In terms of Section 9 of the Divorce Act, the court has the discretion when granting a divorce on the grounds of the irretrievable breakdown of the marriage or civil union, to order that the patrimonial (financial) benefits of the marriage be forfeited by one party in favour of the other. The court will only grant such an order if it is satisfied that the one party will be unduly benefited if the forfeiture is not ordered.
In exercising the discretion to order forfeiture, the court must ask itself whether one party would be unduly benefited were such an order not made. In answering this question, the court should take into account factors such as the following:
(1) the duration of the marriage or civil union;
(2) the circumstances that gave rise to the break-down of the marriage or civil union; and
(3) any substantial misconduct on the part of either of the parties and the fact that an undue benefit may accrue to the one party in relation to the other if an order of forfeiture is not granted.

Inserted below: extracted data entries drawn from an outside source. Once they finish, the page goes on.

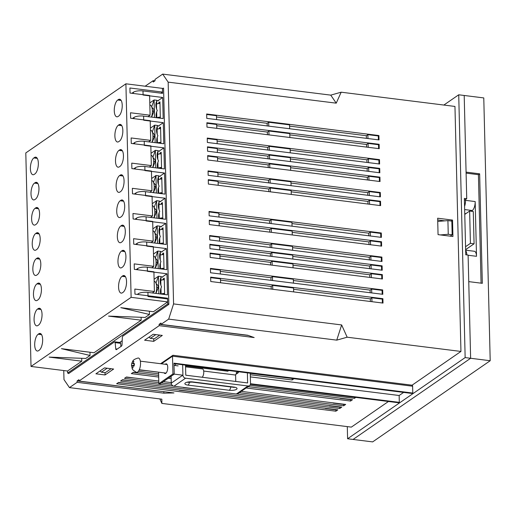 <?xml version="1.0" encoding="UTF-8"?>
<svg xmlns="http://www.w3.org/2000/svg" width="516" height="516" viewBox="0 0 516 516"><rect width="100%" height="100%" fill="white"/><g stroke="black" fill="none" stroke-linecap="round" stroke-linejoin="round"><path stroke-width="0.77" d="M119.996 342.572A1.445 0.593 97.1 0 1 120.209 342.514A1.445 0.593 97.1 0 1 120.628 343.314L115.145 342.63L115.758 348.893A1.445 0.593 -82.9 0 0 116.177 349.7A1.445 0.593 -82.9 0 0 116.39 349.635L121.466 346.133A1.445 0.593 -82.9 0 0 122.04 344.559L122.331 337.67A1.445 0.593 -82.9 0 1 122.911 336.09L168.855 304.363L163.572 88.101L163.062 88.455M68.557 373.197L68.57 373.61L114.513 341.889A1.445 0.593 -82.9 0 1 114.726 341.824A1.445 0.593 -82.9 0 1 115.145 342.63M412.078 385.188L460.949 351.441L454.957 106.438L341.166 92.196L330.756 95.131L162.675 74.104L155.013 79.393L155.045 80.767L153.213 82.031L153.181 80.664L145.144 86.211M153.181 80.664L154.884 80.877M388.458 401.493L351.351 427.119L161.876 403.409L161.85 399.171L69.46 387.613L77.123 382.317L163.856 393.173L173.963 392.934L78.961 381.053L159.167 325.667L254.169 337.554L247.738 335.252L161.005 324.403L168.668 319.114L336.742 340.141L347.158 337.206L460.949 351.441M159.863 398.92L161.876 403.409M63.758 370.546L63.984 379.583L69.46 387.613M138.365 371.307L158.618 373.842M249.931 385.265L354.486 398.346L355.834 397.41M158.573 372.236L139.249 369.817M158.657 375.442L133.296 372.268L131.335 373.623L158.696 377.048M168.28 378.247L171.164 378.609M246.113 387.98L350.57 401.048L352.525 399.7L248.073 386.632M171.125 377.002L170.235 376.893M158.793 381.053L126.439 377.002L124.479 378.357L158.831 382.653M161.418 382.982L171.505 384.239M239.256 392.715L343.708 405.789L345.668 404.434L241.217 391.367M171.26 382.614L163.379 381.627M173.376 386.071L122.518 379.712L120.563 381.066L339.792 408.491L341.753 407.137L236.909 394.024M116.642 383.769L335.871 411.194L337.832 409.846L118.603 382.414L116.642 383.769M144.596 340.199L153.729 341.347L162.301 335.426L153.168 334.284L144.596 340.199M104.49 367.889L95.918 373.81L105.058 374.951L113.63 369.037L104.49 367.889M452.932 236.496L452.532 220.074L437.658 218.21L438.058 234.638L452.932 236.496M382.691 289.934L210.438 268.385L210.541 272.764L382.795 294.314L382.691 289.934L382.079 290.36L371.636 289.05L371.733 292.927M382.311 274.602L210.064 253.053L210.167 257.432L382.421 278.982L382.311 274.602L381.705 275.028L371.262 273.719L371.359 277.602M382.098 265.843L209.844 244.294L209.954 248.673L382.208 270.223L382.098 265.843L381.485 266.269L371.049 264.96L371.139 268.842M381.885 257.084L209.631 235.535L209.741 239.914L381.995 261.464L381.885 257.084L381.272 257.503L370.836 256.2L370.927 260.077M381.511 241.752L209.257 220.203L209.367 224.583L381.621 246.132L381.511 241.752L380.898 242.178L370.462 240.869L370.553 244.752M381.298 232.993L209.045 211.444L209.154 215.823L381.401 237.373L381.298 232.993L380.685 233.419L370.243 232.11L370.34 235.993M380.518 201.24L208.27 179.691L208.374 184.07L380.627 205.62L380.518 201.24L379.911 201.659L369.469 200.356L369.566 204.233M380.305 192.481L208.051 170.925L208.161 175.305L380.415 196.86L380.305 192.481L379.692 192.9L369.256 191.597L369.353 195.474M379.931 177.149L207.677 155.6L207.787 159.979L380.04 181.529L379.931 177.149L379.318 177.569L368.882 176.266L368.972 180.142M379.718 168.39L207.464 146.841L207.574 151.22L379.828 172.77L379.718 168.39L379.105 168.809L368.669 167.506L368.759 171.383M379.505 159.631L207.251 138.075L207.361 142.455L379.608 164.011L379.505 159.631L378.892 160.05L368.45 158.747L368.547 162.624M379.131 144.299L206.877 122.75L206.98 127.129L379.234 148.679L379.131 144.299L378.518 144.719L368.076 143.416L368.172 147.292M382.904 298.693L210.651 277.144L210.754 281.523L383.007 303.073L382.904 298.693L382.292 299.119L371.849 297.809L371.946 301.692M378.918 135.54L206.664 113.991L206.768 118.37L379.021 139.92L378.918 135.54L378.305 135.96L367.863 134.657L367.96 138.533M347.158 337.206L341.65 324.938L173.576 303.911L168.158 82.134L162.675 74.104M168.158 82.134L336.232 103.161L341.166 92.196M161.005 324.403L160.966 323.035L159.134 324.3L159.167 325.667M173.576 303.911L168.668 319.114M164.727 391.779L77.09 380.95L77.123 382.317M77.09 380.95L78.929 379.686L78.961 381.053M120.938 346.5L120.628 343.314M450.739 235.773L450.752 236.225M437.697 219.964L444.824 220.854M216.733 125.73L267.372 132.064L267.436 134.689M289.811 134.869L366.547 144.474L366.612 147.099M216.52 116.971L267.159 123.305L267.224 125.93M217.107 141.061L267.746 147.395L267.81 150.021M289.599 126.11L366.334 135.714L366.399 138.34M290.185 150.201L366.921 159.805L366.986 162.43M217.326 149.821L267.959 156.155L268.023 158.78M220.506 280.124L271.145 286.457L271.21 289.089M293.585 289.27L370.32 298.867L370.385 301.492M220.293 271.364L270.932 277.698L270.997 280.323M293.372 280.504L370.107 290.108L370.172 292.733M292.998 265.179L369.733 274.776L369.798 277.402M217.539 158.58L268.172 164.914L268.236 167.539M290.398 158.96L367.134 168.564L367.198 171.189M217.913 173.911L268.546 180.245L268.61 182.87M290.611 167.719L367.347 177.323L367.411 179.949M218.126 182.67L268.765 189.004L268.83 191.63M290.992 183.051L367.721 192.655L367.785 195.28M219.919 256.033L270.558 262.367L270.623 264.998M219.706 247.274L270.339 253.608L270.403 256.239M292.785 256.42L369.514 266.017L369.579 268.642M292.566 247.654L369.301 257.258L369.366 259.883M219.494 238.515L270.126 244.848L270.19 247.474M218.9 214.424L269.539 220.758L269.604 223.383M291.205 191.81L367.94 201.414L368.005 204.039M219.113 223.183L269.752 229.517L269.816 232.148M291.979 223.57L368.714 233.168L368.779 235.793M292.191 232.329L368.927 241.927L368.992 244.552M271.145 286.457L272.674 285.4L272.77 289.283M293.649 291.895L293.552 288.012L272.674 285.4M270.932 277.698L272.461 276.64L272.558 280.523M293.436 283.136L293.34 279.253L272.461 276.64M293.062 267.804L292.965 263.928L272.087 261.315L272.184 265.192M270.558 262.367L272.087 261.315M270.339 253.608L271.874 252.55L271.964 256.433M292.843 259.045L292.753 255.162L271.874 252.55M292.63 250.286L292.54 246.403L271.661 243.791L271.751 247.674M270.126 244.848L271.661 243.791M269.752 229.517L271.281 228.465L271.377 232.342M292.256 234.954L292.159 231.078L271.281 228.465M269.539 220.758L271.068 219.7L271.164 223.583M292.043 226.195L291.946 222.312L271.068 219.7M268.765 189.004L270.294 187.947L270.39 191.829M291.269 194.442L291.172 190.559L270.294 187.947M268.546 180.245L270.081 179.187L270.171 183.064M291.05 185.676L290.96 181.8L270.081 179.187M268.172 164.914L269.707 163.856L269.797 167.739M290.676 170.351L290.585 166.468L269.707 163.856M267.959 156.155L269.487 155.097L269.584 158.973M290.463 161.585L290.373 157.709L269.487 155.097M267.746 147.395L269.275 146.338L269.371 150.214M290.25 152.826L290.153 148.95L269.275 146.338M267.372 132.064L268.9 131.006L268.997 134.889M289.876 137.501L289.779 133.618L268.9 131.006M267.159 123.305L268.688 122.247L268.784 126.123M289.663 128.736L289.566 124.859L268.688 122.247M220.358 273.99L220.261 270.113L210.451 268.881M219.984 258.658L219.887 254.781L210.07 253.556M219.771 249.899L219.674 246.022L209.857 244.797M219.558 241.14L219.461 237.263L209.644 236.031M219.177 225.808L219.087 221.932L209.27 220.706M218.965 217.049L218.874 213.173L209.057 211.941M218.191 185.296L218.094 181.419L208.283 180.187M217.978 176.536L217.881 172.654L208.064 171.428M217.604 161.205L217.507 157.328L207.69 156.096M217.384 152.446L217.294 148.569L207.477 147.337M217.172 143.687L217.081 139.804L207.264 138.578M220.571 282.749L220.474 278.872L210.663 277.647M366.334 135.714L367.863 134.657M139.146 370.037L145.944 370.656M133.012 372.468L142.029 373.365M126.156 377.202L135.173 378.099M122.234 379.905L131.251 380.802M118.312 382.614L127.336 383.511M183.167 387.529L204.246 390.006M179.245 390.238L200.414 392.65M267.301 389.038L288.18 391.65M260.445 393.773L281.323 396.385M256.529 396.475L277.408 399.087M252.608 399.184L273.486 401.796M443.87 105.045L458.724 94.789L465.148 357.588L490.2 360.723L372.649 441.896L353.073 439.445L470.624 358.278L468.754 281.626L482.325 283.323L479.648 173.828L466.077 172.125L464.2 95.479L466.728 198.679L464.374 198.389L465.755 254.781L468.102 255.072L470.624 358.278L353.073 439.445L347.591 438.761L347.294 426.609M464.419 200.273L466.728 198.679M465.148 357.588L347.591 438.761M490.2 360.723L483.776 97.924L458.724 94.789M105.058 374.951L105 372.623M153.729 341.347L153.665 338.767M340.096 398.378L350.532 399.681L350.57 401.048M354.46 397.243L354.486 398.346M325.403 408.524L335.839 409.827L335.871 411.194M333.239 403.112L343.675 404.415L343.708 405.789M329.318 405.815L339.76 407.124L339.792 408.491M366.547 144.474L368.076 143.416M216.797 128.355L216.701 124.479L206.89 123.247M216.585 119.596L216.488 115.719L206.677 114.487M366.921 159.805L368.45 158.747M367.134 168.564L368.669 167.506M370.32 298.867L371.849 297.809M370.107 290.108L371.636 289.05M369.733 274.776L371.262 273.719M367.347 177.323L368.882 176.266M367.721 192.655L369.256 191.597M367.94 201.414L369.469 200.356M369.514 266.017L371.049 264.96M369.301 257.258L370.836 256.2M368.714 233.168L370.243 232.11M368.927 241.927L370.462 240.869M378.396 139.842L378.305 135.96M382.382 302.995L382.292 299.119M378.609 148.602L378.518 144.719M378.989 163.933L378.892 160.05M379.202 172.692L379.105 168.809M379.415 181.451L379.318 177.569M379.789 196.783L379.692 192.9M380.002 205.542L379.911 201.659M380.782 237.296L380.685 233.419M380.995 246.055L380.898 242.178M381.369 261.386L381.272 257.503M381.582 270.145L381.485 266.269M381.795 278.904L381.705 275.028M382.169 294.236L382.079 290.36M341.65 324.938L336.742 340.141M336.232 103.161L330.756 95.131M163.824 391.805L163.856 393.173M159.134 324.3L248.312 335.458M451.165 221.016L452.532 220.074M466.851 254.917A7.211 2.954 -82.9 0 0 465.651 250.628M464.568 206.303A7.211 2.954 -82.9 0 0 465.522 200.35L475.178 201.556A7.211 2.954 97.1 0 1 472.282 210.515L464.652 209.56M465.503 199.524L465.522 200.35M465.645 250.176L474.352 251.266A7.211 2.954 97.1 0 1 476.513 256.304L475.178 201.556M471.218 211.25L472.282 210.515M464.748 213.566L465.8 213.695M465.632 249.641L474.075 243.81L473.282 211.508L469.631 211.05L464.768 214.411M469.631 211.05L470.418 243.352L474.075 243.81M470.418 243.352L465.555 246.713M440.361 234.928L448.249 234.296L452.164 234.786L450.184 236.154M452.164 234.786L451.829 221.1L447.914 220.609L437.736 221.422M448.249 234.296L447.914 220.609M481.073 283.168L478.422 174.672L466.103 173.131M478.422 174.672L479.648 173.828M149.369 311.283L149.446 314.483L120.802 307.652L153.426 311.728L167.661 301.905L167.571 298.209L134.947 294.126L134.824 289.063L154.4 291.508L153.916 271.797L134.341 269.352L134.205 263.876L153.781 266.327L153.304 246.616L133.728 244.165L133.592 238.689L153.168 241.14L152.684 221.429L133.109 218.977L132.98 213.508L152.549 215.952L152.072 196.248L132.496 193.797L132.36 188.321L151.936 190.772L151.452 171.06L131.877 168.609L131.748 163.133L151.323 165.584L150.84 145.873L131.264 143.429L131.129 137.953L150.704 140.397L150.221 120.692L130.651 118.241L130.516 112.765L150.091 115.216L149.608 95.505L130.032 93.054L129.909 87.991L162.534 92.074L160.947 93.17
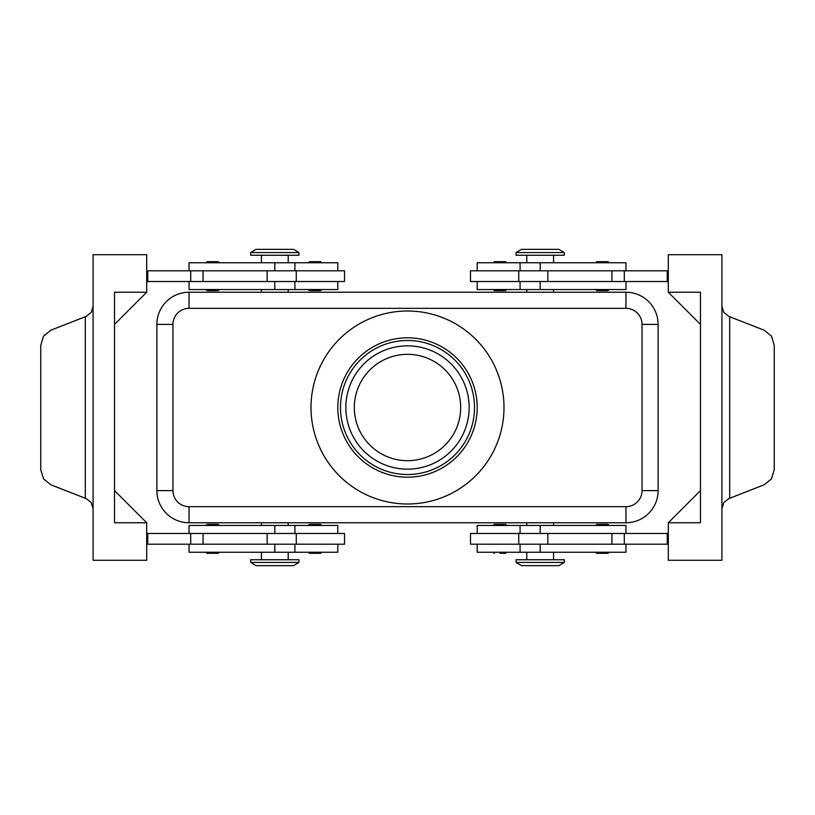 <?xml version="1.0" encoding="UTF-8"?>
<svg xmlns="http://www.w3.org/2000/svg" width="815" height="815" viewBox="0 0 815 815"><rect width="100%" height="100%" fill="white"/><g stroke="black" fill="none" stroke-linecap="round" stroke-linejoin="round"><path stroke-width="1.22" d="M219.327 289.559L218.257 290.629L207 290.629L205.93 289.559M219.327 262.756L218.257 261.686L207 261.686L205.93 262.756M344.511 281.521L344.511 270.794L296.263 270.794L296.263 281.521L344.511 281.521M337.807 270.794L337.807 262.756L189.039 262.756L189.039 270.794M189.039 281.521L189.039 289.559L337.807 289.559L337.807 281.521M493.279 289.559L494.348 290.629L505.606 290.629L506.675 289.559M493.279 262.756L494.348 261.686L505.606 261.686L506.675 262.756M219.327 525.441L218.257 524.371L207 524.371L205.93 525.441M219.327 552.244L218.257 553.314L207 553.314L205.93 552.244M296.263 544.206L344.511 544.206L344.511 533.479L296.263 533.479L296.263 544.206L267.167 544.206L267.167 533.479L296.263 533.479M337.807 544.206L337.807 552.244L189.039 552.244L189.039 544.206M189.039 533.479L189.039 525.441L337.807 525.441L337.807 533.479M493.279 525.441L494.348 524.371L505.606 524.371L506.675 525.441M499.972 553.314L505.606 553.314L506.675 552.244M540.182 562.432L516.058 562.432L521.417 565.651L558.947 565.651L564.306 562.432L540.182 562.432M564.306 562.432L564.306 559.752L516.058 559.752L516.058 562.432M250.694 562.432L298.942 562.432L298.942 559.752L250.694 559.752L250.694 562.432L256.053 565.651L293.583 565.651L298.942 562.432M564.306 252.569L516.058 252.569L516.058 255.248L564.306 255.248L564.306 252.569L558.947 249.349L521.417 249.349L516.058 252.569M274.818 252.569L298.942 252.569L293.583 249.349L256.053 249.349L250.694 252.569L274.818 252.569M250.694 252.569L250.694 255.248L298.942 255.248L298.942 252.569M648.699 301.662A32.162 32.162 0 0 0 625.961 292.239L189.039 292.239A32.162 32.162 0 0 0 156.877 324.401L156.877 490.599A32.162 32.162 0 0 0 189.039 522.761L625.961 522.761A32.162 32.162 0 0 0 658.123 490.599L658.123 324.401A32.162 32.162 0 0 0 625.961 292.239L625.961 308.325A16.086 16.086 0 0 1 642.047 324.401L642.047 490.599A16.086 16.086 0 0 1 625.961 506.675L189.039 506.675A16.086 16.086 0 0 1 172.953 490.599L156.877 490.599M625.961 533.479L625.961 525.441L477.193 525.441L477.193 533.479M477.193 544.206L477.193 552.244L625.961 552.244L625.961 544.206M470.489 533.479L470.489 544.206L518.737 544.206L518.737 533.479L470.489 533.479M595.673 552.244L596.743 553.314L608 553.314L609.07 552.244M595.673 525.441L596.743 524.371L608 524.371L609.07 525.441M321.721 552.244L320.652 553.314L309.394 553.314L308.325 552.244M321.721 525.441L320.652 524.371L309.394 524.371L308.325 525.441M625.961 281.521L625.961 289.559L477.193 289.559L477.193 281.521M477.193 270.794L477.193 262.756L625.961 262.756L625.961 270.794M518.737 270.794L470.489 270.794L470.489 281.521L518.737 281.521L518.737 270.794L547.833 270.794L547.833 281.521L518.737 281.521M595.673 262.756L596.743 261.686L608 261.686L609.07 262.756M595.673 289.559L596.743 290.629L608 290.629L609.07 289.559M315.028 261.686L309.394 261.686L320.652 261.686L321.721 262.756M321.721 289.559L320.652 290.629L309.394 290.629L308.325 289.559M721.917 508.631L723.791 502.59L728.732 498.648L764.205 484.772L771.489 478.843L774.25 469.623L774.25 345.377L771.489 336.157L764.205 330.228L728.732 316.352L723.791 312.41L721.917 306.369M93.083 306.369L91.209 312.41L86.268 316.352L50.795 330.228L43.511 336.157L40.75 345.377L40.75 469.623L43.511 478.843L50.795 484.772L86.268 498.648L91.209 502.59L93.083 508.631M407.5 460.679A53.179 53.179 0 0 1 354.321 407.5A53.179 53.179 0 0 1 407.5 354.321A53.179 53.179 0 0 1 460.679 407.5A53.179 53.179 0 0 1 407.5 460.679M407.5 474.513A67.013 67.013 0 0 1 340.487 407.5A67.013 67.013 0 0 1 407.5 340.487A67.013 67.013 0 0 1 474.513 407.5A67.013 67.013 0 0 1 407.5 474.513M407.5 477.193A69.693 69.693 0 0 1 337.807 407.5A69.693 69.693 0 0 1 407.5 337.807A69.693 69.693 0 0 1 477.193 407.5A69.693 69.693 0 0 1 407.5 477.193M407.5 311.004A96.496 96.496 0 0 1 503.996 407.5A96.496 96.496 0 0 1 407.5 503.996A96.496 96.496 0 0 1 311.004 407.5A96.496 96.496 0 0 1 407.5 311.004M668.31 292.239L700.472 292.239L700.472 522.761L668.31 522.761L668.31 560.292L721.917 560.292L721.917 254.708L668.31 254.708L668.31 292.239L700.472 324.401M146.69 522.761L146.69 560.292L93.083 560.292L93.083 254.708L146.69 254.708L146.69 292.239L114.528 324.401L114.528 490.599L146.69 522.761L114.528 522.761L114.528 292.239L146.69 292.239M146.69 544.206L267.167 544.206M146.69 533.479L267.167 533.479M146.69 281.521L296.263 281.521M146.69 270.794L296.263 270.794M668.31 522.761L700.472 490.599M668.31 270.794L547.833 270.794M668.31 544.206L518.737 544.206M668.31 533.479L518.737 533.479M668.31 281.521L547.833 281.521M667.241 270.794L667.241 281.521M667.241 544.206L667.241 533.479M147.76 544.206L147.76 533.479M147.76 270.794L147.76 281.521M407.5 345.845A61.655 61.655 0 0 0 345.845 407.5A61.655 61.655 0 0 0 407.5 469.155A61.655 61.655 0 0 0 469.155 407.5A61.655 61.655 0 0 0 407.5 345.845M274.818 270.794L274.818 262.756M274.818 525.441L274.818 533.479M166.301 513.338A32.162 32.162 0 0 0 189.039 522.761L189.039 506.675M172.953 490.599L172.953 324.401A16.086 16.086 0 0 1 189.039 308.325L189.039 292.239A32.162 32.162 0 0 0 166.301 301.662M625.961 506.675L625.961 522.761A32.162 32.162 0 0 0 648.699 513.338M658.123 490.599L642.047 490.599M658.123 324.401L642.047 324.401M172.953 324.401L156.877 324.401M540.182 544.206L540.182 552.244M540.182 289.559L540.182 281.521M85.31 316.719L85.31 498.281M189.039 308.325L625.961 308.325M729.69 498.281L729.69 316.719M624.29 270.794L624.29 281.521M611.933 270.794L611.933 281.521M540.182 270.794L540.182 262.756M624.29 544.206L624.29 533.479M611.933 544.206L611.933 533.479M547.833 544.206L547.833 533.479M540.182 525.441L540.182 533.479M274.818 544.206L274.818 552.244M203.067 544.206L203.067 533.479M190.71 544.206L190.71 533.479M274.818 289.559L274.818 281.521M267.167 270.794L267.167 281.521M203.067 270.794L203.067 281.521M190.71 270.794L190.71 281.521M294.918 289.559L294.918 281.521M288.215 262.756L288.215 255.248M294.918 552.244L294.918 544.206M261.411 552.244L261.411 559.752M526.785 522.761L526.785 525.441M261.411 522.761L261.411 525.441M553.589 292.239L553.589 289.559M288.215 292.239L288.215 289.559M526.785 552.244L526.785 559.752M520.082 525.441L520.082 533.479M553.589 262.756L553.589 255.248M520.082 262.756L520.082 270.794M308.325 262.756L309.394 261.686M520.082 281.521L520.082 289.559M526.785 255.248L526.785 262.756M520.082 544.206L520.082 552.244M553.589 552.244L553.589 559.752M261.411 292.239L261.411 289.559M526.785 289.559L526.785 292.239M288.215 525.441L288.215 522.761M553.589 522.761L553.589 525.441M493.279 552.244L494.348 553.314M288.215 559.752L288.215 552.244M294.918 533.479L294.918 525.441M261.411 262.756L261.411 255.248M294.918 270.794L294.918 262.756"/></g></svg>

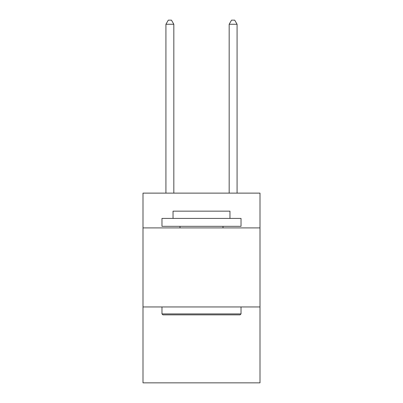 <?xml version="1.0" encoding="UTF-8"?>
<svg xmlns="http://www.w3.org/2000/svg" width="403" height="403" viewBox="0 0 403 403"><rect width="100%" height="100%" fill="white"/><g stroke="black" fill="none" stroke-linecap="round" stroke-linejoin="round"><path stroke-width="0.6" d="M260 227.902L260 193.123L143 193.123L143 227.902L260 227.902L260 382.85L143 382.85L143 227.902M260 306.96L143 306.96M162.923 314.864L161.971 313.917L241.029 313.917L240.077 314.864L162.923 314.864M241.029 218.416L241.029 226.325L161.971 226.325L161.971 218.416L241.029 218.416M173.038 218.416L173.038 211.147L229.962 211.147L229.962 218.416M241.029 306.96L241.029 313.917M161.971 306.96L161.971 313.917M223.005 226.325L223.005 227.902M179.995 226.325L179.995 227.902M173.829 193.123L173.829 24.261L165.925 24.261L165.925 193.123M165.925 24.261L168.298 20.15L171.461 20.15L173.829 24.261M237.075 193.123L237.075 24.261L229.171 24.261L229.171 193.123M229.171 24.261L231.539 20.15L234.702 20.15L237.075 24.261"/></g></svg>

The discretion is restricted to consideration of the above grounds alone. No other factors may be taken into account.
As far as specific factors are concerned, infidelity and abuse can be seen as substantial misconduct and can be taken into account when arguing a forfeiture of benefits claim. Having said that, care must be taken not to elevate misconduct to a consideration higher than the basic requirement of undue benefit – these two factors must go hand in hand.
If you feel that your spouse has unduly benefitted during your marriage and that their substantial misconduct has contributed or even lead to the breakdown of the marriage, it may be in your best interests to seek professional legal advice to establish whether you have a claim or not.